#### Task
Reproduce the listing exactly. Omit pictures.

#### Material for this exercise
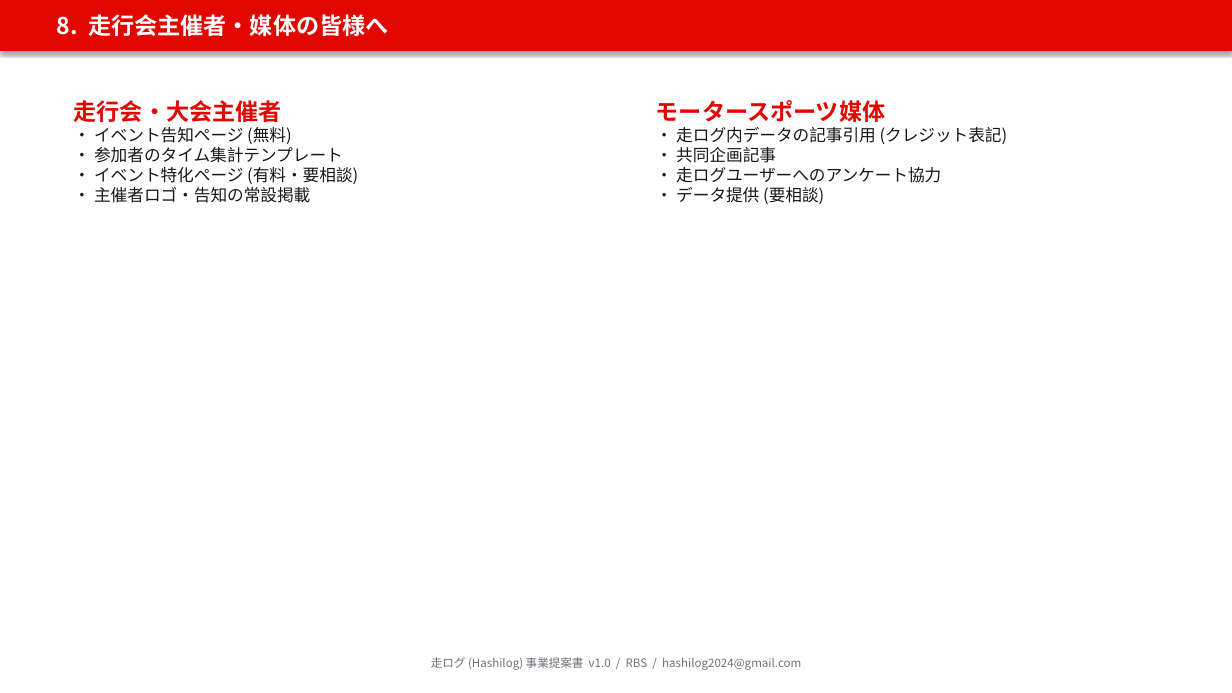
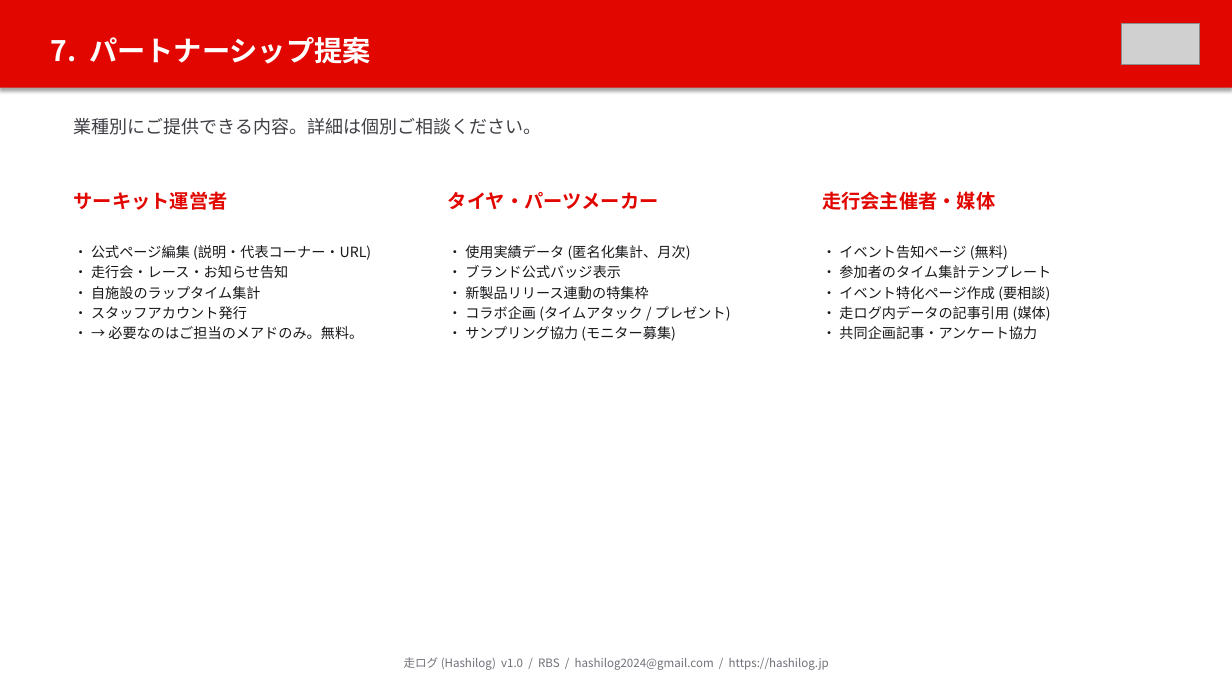
Before and after one commit to amebouzu/hashilog, a slide deck: slide 8 of docs/PROPOSAL.pptx (slide 16 before the commit). Drawn at 1232x693 pixels with LibreOffice and Linux fonts; fonts in the diff are those of the drawing; grey boxes stand for pictures. Boxes give left, top, right and bottom in pixels: in the first picture for what was removed or moved away, otherwise in the second. Text is boxed around its words. In the diff, an @@ line names an element or a change of style, - is before the commit and + after.

```diff
--- a/docs/PROPOSAL.pptx
+++ b/docs/PROPOSAL.pptx
@@ rectangle removed at bbox=[0, 0, 1232, 51] @@
-8. 走行会主催者・媒体の皆様へ
@@ rectangle added at bbox=[0, 0, 1232, 88], fill #E10600, 22 pt, text #FFFFFF, bold @@
+7. パートナーシップ提案
@@ picture added at bbox=[1121, 23, 1200, 65] @@
@@ text removed at bbox=[74, 100, 358, 203] @@
-走行会・大会主催者
-・ イベント告知ページ (無料)
-・ 参加者のタイム集計テンプレート
-・ イベント特化ページ (有料・要相談)
-・ 主催者ロゴ・告知の常設掲載
@@ text added at bbox=[74, 118, 542, 135], 14 pt, text #3F3F46 @@
+業種別にご提供できる内容。詳細は個別ご相談ください。
@@ text added at bbox=[74, 191, 228, 210], 15 pt, text #E10600, bold @@
+サーキット運営者
@@ text added at bbox=[448, 192, 659, 209], 15 pt, text #E10600, bold @@
+タイヤ・パーツメーカー
@@ text added at bbox=[822, 191, 995, 210], 15 pt, text #E10600, bold @@
+走行会主催者・媒体
@@ text added at bbox=[74, 245, 371, 339], 11 pt, text #18181B @@
+・ 公式ページ編集 (説明・代表コーナー・URL)
+・ 走行会・レース・お知らせ告知
+・ 自施設のラップタイム集計
+・ スタッフアカウント発行
+・ → 必要なのはご担当のメアドのみ。無料。
@@ text added at bbox=[448, 245, 731, 341], 11 pt, text #18181B @@
+・ 使用実績データ (匿名化集計、月次)
+・ ブランド公式バッジ表示
+・ 新製品リリース連動の特集枠
+・ コラボ企画 (タイムアタック / プレゼント)
+・ サンプリング協力 (モニター募集)
@@ text at bbox=[822, 245, 1051, 339]: text changed; size 13 to 11 pt @@
-モータースポーツ媒体
-・ 走ログ内データの記事引用 (クレジット表記)
-・ 共同企画記事
-・ 走ログユーザーへのアンケート協力
-・ データ提供 (要相談)
+・ イベント告知ページ (無料)
+・ 参加者のタイム集計テンプレート
+・ イベント特化ページ作成 (要相談)
+・ 走ログ内データの記事引用 (媒体)
+・ 共同企画記事・アンケート協力
@@ text at bbox=[404, 657, 829, 670]: text changed @@
-走ログ (Hashilog) 事業提案書 v1.0 / RBS / hashilog2024@gmail.com
+走ログ (Hashilog) v1.0 / RBS / hashilog2024@gmail.com / https://hashilog.jp
```
Also in this commit, not shown: 9 other slides changed, 9 slides removed, 3 other files.

#### Finished task
Before and after one commit to amebouzu/hashilog, a slide deck: slide 8 of docs/PROPOSAL.pptx (slide 16 before the commit). Drawn at 1232x693 pixels with LibreOffice and Linux fonts; fonts in the diff are those of the drawing; grey boxes stand for pictures. Boxes give left, top, right and bottom in pixels: in the first picture for what was removed or moved away, otherwise in the second. Text is boxed around its words. In the diff, an @@ line names an element or a change of style, - is before the commit and + after.

```diff
--- a/docs/PROPOSAL.pptx
+++ b/docs/PROPOSAL.pptx
@@ rectangle removed at bbox=[0, 0, 1232, 51] @@
-8. 走行会主催者・媒体の皆様へ
@@ rectangle added at bbox=[0, 0, 1232, 88], fill #E10600, 22 pt, text #FFFFFF, bold @@
+7. パートナーシップ提案
@@ picture added at bbox=[1121, 23, 1200, 65] @@
@@ text removed at bbox=[74, 100, 358, 203] @@
-走行会・大会主催者
-・ イベント告知ページ (無料)
-・ 参加者のタイム集計テンプレート
-・ イベント特化ページ (有料・要相談)
-・ 主催者ロゴ・告知の常設掲載
@@ text added at bbox=[74, 118, 542, 135], 14 pt, text #3F3F46 @@
+業種別にご提供できる内容。詳細は個別ご相談ください。
@@ text added at bbox=[74, 191, 228, 210], 15 pt, text #E10600, bold @@
+サーキット運営者
@@ text added at bbox=[448, 192, 659, 209], 15 pt, text #E10600, bold @@
+タイヤ・パーツメーカー
@@ text added at bbox=[822, 191, 995, 210], 15 pt, text #E10600, bold @@
+走行会主催者・媒体
@@ text added at bbox=[74, 245, 371, 339], 11 pt, text #18181B @@
+・ 公式ページ編集 (説明・代表コーナー・URL)
+・ 走行会・レース・お知らせ告知
+・ 自施設のラップタイム集計
+・ スタッフアカウント発行
+・ → 必要なのはご担当のメアドのみ。無料。
@@ text added at bbox=[448, 245, 731, 341], 11 pt, text #18181B @@
+・ 使用実績データ (匿名化集計、月次)
+・ ブランド公式バッジ表示
+・ 新製品リリース連動の特集枠
+・ コラボ企画 (タイムアタック / プレゼント)
+・ サンプリング協力 (モニター募集)
@@ text at bbox=[822, 245, 1051, 339]: text changed; size 13 to 11 pt @@
-モータースポーツ媒体
-・ 走ログ内データの記事引用 (クレジット表記)
-・ 共同企画記事
-・ 走ログユーザーへのアンケート協力
-・ データ提供 (要相談)
+・ イベント告知ページ (無料)
+・ 参加者のタイム集計テンプレート
+・ イベント特化ページ作成 (要相談)
+・ 走ログ内データの記事引用 (媒体)
+・ 共同企画記事・アンケート協力
@@ text at bbox=[404, 657, 829, 670]: text changed @@
-走ログ (Hashilog) 事業提案書 v1.0 / RBS / hashilog2024@gmail.com
+走ログ (Hashilog) v1.0 / RBS / hashilog2024@gmail.com / https://hashilog.jp
```
Also in this commit, not shown: 9 other slides changed, 9 slides removed, 3 other files.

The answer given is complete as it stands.